A p-value is the probability of observing a test statistic as extreme as yours (or more extreme), given that the null hypothesis is true. It does NOT tell you the probability that the null hypothesis is correct — that's a common and important misconception.

When should I use a one-tailed vs two-tailed test?

Use a two-tailed test when you're testing for any difference regardless of direction (H₁: μ ≠ μ₀) — this is the most common and conservative choice. Use a one-tailed test only when you have a strong pre-specified directional hypothesis (e.g. H₁: μ > μ₀) before seeing the data. Never choose one-tailed to get a smaller p-value after seeing results.

What is the difference between a Z-test and a T-test?

A Z-test is used when the population standard deviation is known or when sample sizes are large (n > 30). A T-test is used when the population SD is unknown and must be estimated from the data — which is nearly always the case in practice. The t-distribution has heavier tails than the normal distribution, especially for small df, which leads to larger (more conservative) p-values.

Can p > 0.05 prove the null hypothesis?

No. A large p-value means you lack sufficient evidence to reject H₀ — not that H₀ is proven true. The study may have been underpowered (too small n), or the effect may be real but smaller than detectable. Equivalence tests (TOST) or Bayesian methods are needed to formally support the null.

What is the Bonferroni correction and when should I use it?

When you run multiple hypothesis tests, each at α=0.05, the probability of at least one false positive grows. With 20 tests, you'd expect one false positive by chance. The Bonferroni correction sets the threshold to α/k (e.g. 0.05/5 = 0.01 for 5 tests). Use it when tests are independent and you want to control the family-wise error rate. For correlated tests, consider FDR (Benjamini-Hochberg) instead.

How do I interpret statistical power?

Power (1−β) is the probability of correctly detecting a real effect. Power of 0.80 means an 80% chance of a significant result if the effect is real. Underpowered studies often fail to replicate. Use the Power Analysis tab to determine the required sample size for your expected effect size before collecting data.
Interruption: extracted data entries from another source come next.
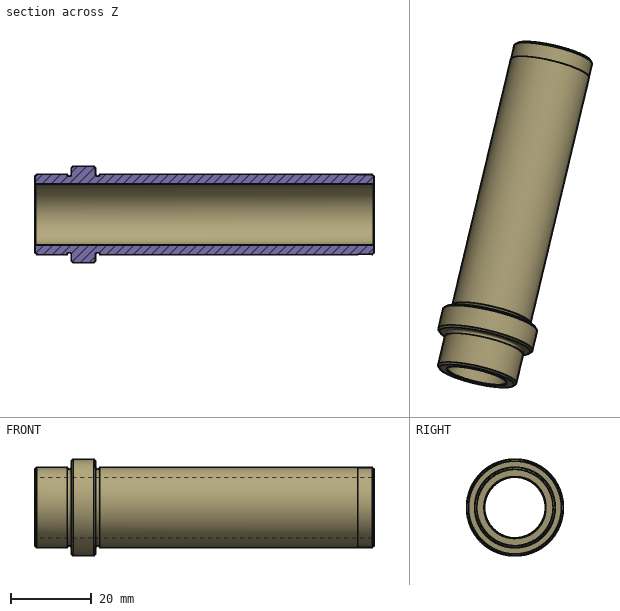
import cadquery as cq

length = 84.0
body_diameter = 20.0
edge_chamfer = 0.5

bore_diameter = 15.0
bore_chamfer = 0.2

flange_diameter = 24.0
flange_start = 9.0
flange_end = 15.0

groove_radius = 0.5

lead_in_length = 4.0
lead_in_diameter = 19.9

body_radius = body_diameter / 2
lead_in_radius = lead_in_diameter / 2
flange_radius = flange_diameter / 2
bore_radius = bore_diameter / 2
bore_mouth_radius = bore_radius + bore_chamfer
groove_floor_radius = body_radius - groove_radius
lead_in_start = length - lead_in_length
spigot_end = flange_start - 2 * groove_radius
shank_start = flange_end + 2 * groove_radius


def half_section():
    """Closed half section of the bush: X along the axis, Y is the radius."""
    return (
        cq.Workplane("XY")
        .moveTo(0, bore_mouth_radius)
        .lineTo(0, body_radius - edge_chamfer)
        .lineTo(edge_chamfer, body_radius)
        .lineTo(spigot_end, body_radius)
        .threePointArc((flange_start - groove_radius, groove_floor_radius), (flange_start, body_radius))
        .lineTo(flange_start, flange_radius - edge_chamfer)
        .lineTo(flange_start + edge_chamfer, flange_radius)
        .lineTo(flange_end - edge_chamfer, flange_radius)
        .lineTo(flange_end, flange_radius - edge_chamfer)
        .lineTo(flange_end, body_radius)
        .threePointArc((flange_end + groove_radius, groove_floor_radius), (shank_start, body_radius))
        .lineTo(lead_in_start, body_radius)
        .lineTo(lead_in_start, lead_in_radius)
        .lineTo(length - edge_chamfer, lead_in_radius)
        .lineTo(length, lead_in_radius - edge_chamfer)
        .lineTo(length, bore_mouth_radius)
        .lineTo(length - bore_chamfer, bore_radius)
        .lineTo(bore_chamfer, bore_radius)
        .close()
    )


result = half_section().revolve(360, (0, 0, 0), (1, 0, 0))

What is Cohen's d and how do I interpret it?

Cohen's d is a standardized effect size: d = |μ₁ − μ₂| / σ_pooled. Rules of thumb: d ≈ 0.2 is small, d ≈ 0.5 is medium, d ≈ 0.8 is large. Context matters — a small d may be practically important in medicine (e.g. mortality reduction) but trivial in psychology. Always interpret effect sizes within your domain.

What is a critical value?

The critical value is the threshold your test statistic must exceed to reject H₀ at a given α. For a two-tailed z-test at α=0.05, the critical values are ±1.96. If |z| > 1.96, you reject H₀. Equivalently, p < α ⟺ |z| > z_critical.